Cool I'm going to do that and get back to you, would you suggest carb cycling or just keep things consistent everyday?


----------



## Jgew1988 (Jan 1, 2012)

Big ape said:


> ^ this ... also with fasting don't focus to much on being in exact fasting hour windows will just frazzle ur brain and making it harder then it is ... just push your first meal back 4-6 hours job done


Thanks Big Ape and Tommy, I appreciate your advice


----------



## Big ape (May 5, 2011)

Goranchero said:


> Definitively wash the asparagus before adding them to a shake, you have no ideas how many hands were on them.

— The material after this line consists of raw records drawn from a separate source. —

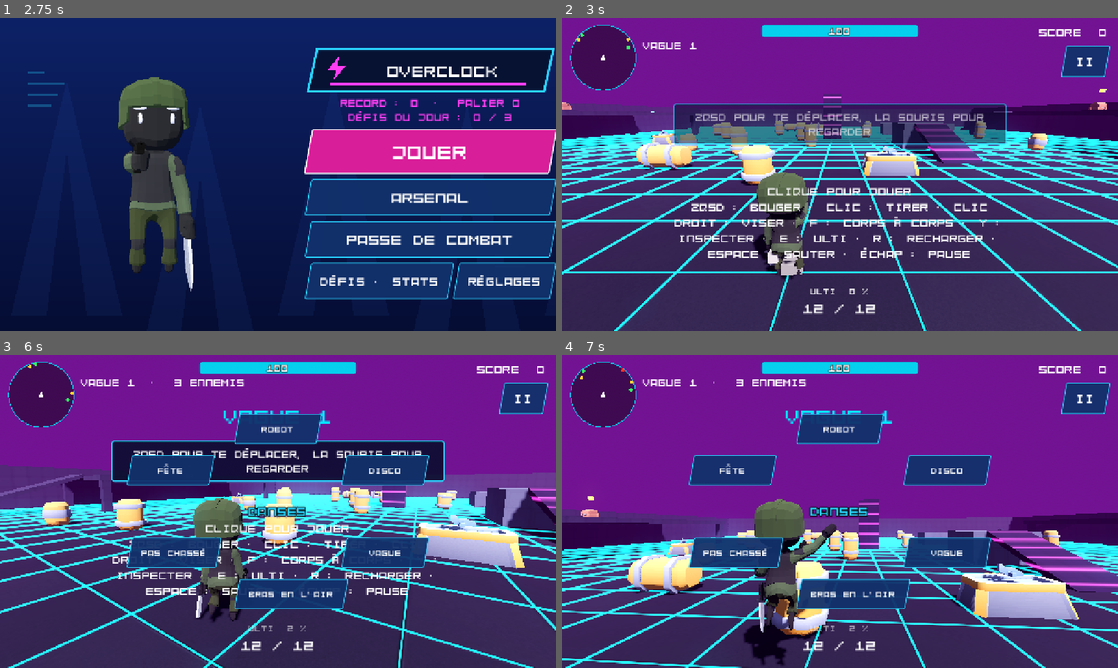
Above: before the commit, frames 1-4 (two rows, left to right).
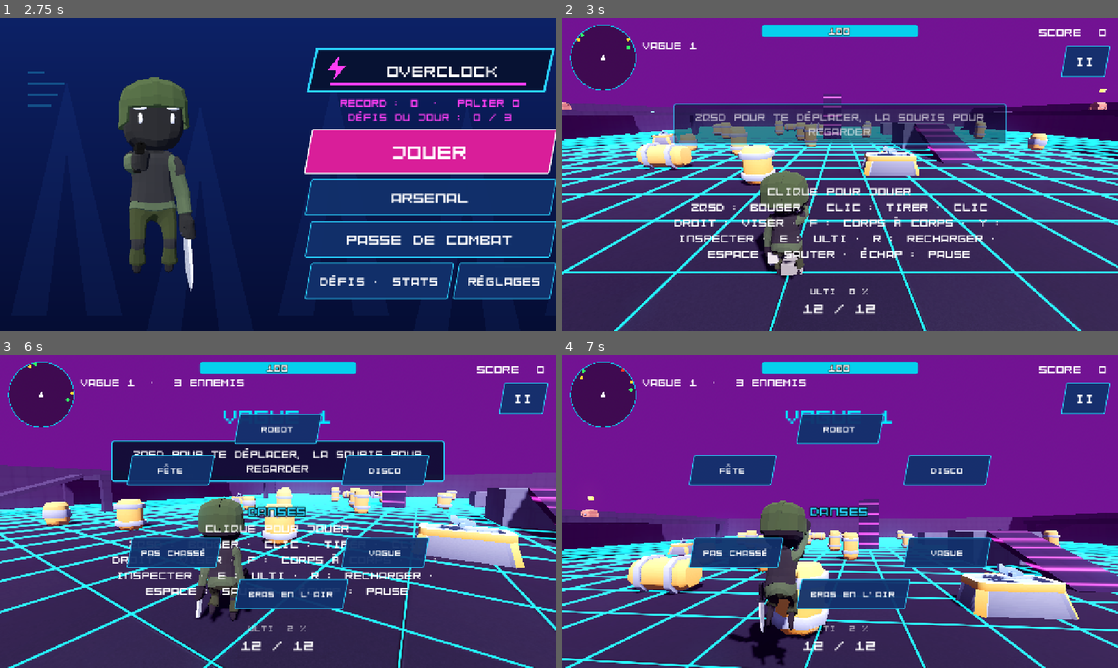
Above: after the commit, the same moments.

Repository: mariusortiz/overclock
Game: Godot game, scene res://scenes/loading.tscn
Same seed, same stepped clock (60 frames per second), same inputs: the game is played once before the commit and once after it.
Inputs (mouse positions are in pixels of both pictures, inside the frame that each line leads up to):
- Up to frame 1 (2.75 s): tap Enter at 0.5, 2 s; move the mouse to (400, 158) at 0.52 s; hold D (move_right) 0.53-1.25 s; tap B (emote) at 0.6 s; click (400, 158) at 0.67 s; tap Space (jump) at 0.77, 1.25 s; drag from (166, 190) to (250, 237) at 1.27 s; move the mouse to (333, 105) at 2.02 s; hold D (move_right) from 2.03 s (still down); tap F (melee) at 2.1 s
- Up to frame 2 (3 s): release D (move_right) at 2.75 s; click "JOUER" at 2.75 s
- Up to frame 3 (6 s): drag from (250, 574) to (111, 464) at 3.52 s; click "II" at 4.25 s; click "REPRENDRE" at 5 s; move the mouse to (316, 514) at 5.77 s; hold W (move_forward) from 5.78 s (still down); tap B (emote) at 5.85 s
- Up to frame 4 (7 s): tap Space (jump) at 6.02 s; release W (move_forward) at 6.5 s; drag from (673, 464) to (756, 433) at 6.52 s

Frame 1 is identical in both runs. In frame 2, 0.4% of the frame differs, in the area x 34-45%, y 48-80%; in frame 3, 0.5%; in frame 4, 1.1%, in the area x 30-50%, y 46-93%.

Commit message:
Poses are expressed in the model's space, not the imported skeleton's
Co-Authored-By: Claude Opus 5.5 <noreply@anthropic.com>
Claude-Session: https://claude.ai/code/session_01TMrhLU8C9hMQ3DU14F1G1z

Diff:
--- a/scripts/character_model.gd
+++ b/scripts/character_model.gd
@@ -46,6 +46,7 @@
 		if _animations.has(action):
 			_animation_player.get_animation(_animations[action]).loop_mode = Animation.LOOP_LINEAR
 	if _skeleton:
+		pose.space = self
 		_skeleton.add_child(pose)
 	_fit()
 
--- a/scripts/dances.gd
+++ b/scripts/dances.gd
@@ -11,9 +11,9 @@
 	"LowerArm.L": Vector3(-30, 0, 0), "LowerArm.R": Vector3(-30, 0, 0),
 	"UpperLeg.L": Vector3(-45, 0, 0), "UpperLeg.R": Vector3(-20, 0, 0),
 	"LowerLeg.L": Vector3(70, 0, 0), "LowerLeg.R": Vector3(50, 0, 0),
-	"Torso": Vector3(-10, 0, 0),
+	"Torso": Vector3(10, 0, 0),
 }
-const RUN := {"Torso": Vector3(-10, 0, 0), "Head": Vector3(6, 0, 0)}
+const RUN := {"Torso": Vector3(10, 0, 0), "Head": Vector3(-6, 0, 0)}
 
 static var LIST: Array[Dictionary] = [
 	{
--- a/scripts/pose_layer.gd
+++ b/scripts/pose_layer.gd
@@ -5,12 +5,16 @@
 ## come with no such animations.
 ##
 ## `targets` maps a bone name to a rotation in degrees (x, y, z) expressed in
-## the skeleton's own space, not in the bone's: x bends forward or back, z
-## raises sideways, y twists. The same numbers therefore mean the same move on
-## every bone. `weight` (0 to 1) fades the whole pose in and out.
+## the model's space (`space`), not in the bone's: -x swings a limb forward,
+## +z raises a left limb sideways (-z a right one), y twists. The same numbers
+## therefore mean the same move on every bone. `weight` (0 to 1) fades the
+## whole pose in and out.
 
 var targets := {}
 var weight := 0.0
+## The model's root node: its axes are those of `targets` (+X its left side,
+## +Y up, +Z its front). The imported skeleton is often turned relative to it.
+var space: Node3D
 
 ## Bone name -> index, or -1 when the model has no such bone.
 var _indices := {}
@@ -31,9 +35,14 @@
 			bones.append(index)
 			angles[index] = targets[bone_name]
 	bones.sort()
+	# Model space -> skeleton space.
+	var to_skeleton := Basis()
+	if space:
+		to_skeleton = (space.global_basis.inverse() * skeleton.global_basis).orthonormalized()
 	for index in bones:
 		var degrees: Vector3 = angles[index] * weight
 		var turn := Basis.from_euler(Vector3(deg_to_rad(degrees.x), deg_to_rad(degrees.y), deg_to_rad(degrees.z)))
+		turn = to_skeleton.inverse() * turn * to_skeleton
 		var current := skeleton.get_bone_global_pose(index).basis.orthonormalized()
 		var parent := skeleton.get_bone_parent(index)
 		var parent_basis := Basis()

i would even say a prayer and maybe get a priest in to bless them ?


----------



## TommyBananas (Nov 23, 2014)

Jgew1988 said:


> Cool I'm going to do that and get back to you, would you suggest carb cycling or just keep things consistent everyday?


For now at least keep things consistent everyday; but as an example this is what I personally do right now which has made my diet easier to adhere to.

You could technically use similar macros as my calories average 2000 weekly right now.

Monday:

190p 150c 50f - 1810 cals

Tuesday:

190p 150c 50f - 1810 cals

Wednesday:

190p 150c 50f - 1810 cals

Thursday

160p 350c 40f - 2400 cals

Friday

190p 150c 50f - 1810 cals

Saturday

190p 150c 50f - 1810 cals

Sunday

160p 450c 40f - 2800 cals


----------



## Jgew1988 (Jan 1, 2012)

TommyBananas said:


> For now at least keep things consistent everyday; but as an example this is what I personally do right now which has made my diet easier to adhere to.
> 
> You could technically use similar macros as my calories average 2000 weekly right now.
> 
> ...


Just to clarify, this is a starting out maintenance macro guideline?

Would it be wise for me cut out the cardio for a while use these macros then hit it cardio again ....?

I'm going to go back to 16 / 8 fast windows or am I just complicating it...?


----------



## Jgew1988 (Jan 1, 2012)

sucks massive donkey D knowing I have been so off with things.... fml


----------



## TommyBananas (Nov 23, 2014)

Jgew1988 said:


> Just to clarify, this is a starting out maintenance macro guideline?
> 
> Would it be wise for me cut out the cardio for a while use these macros then hit it cardio again ....?
> 
> I'm going to go back to 16 / 8 fast windows or am I just complicating it...?


Those macros should be fine for you (previous guideline I gave you).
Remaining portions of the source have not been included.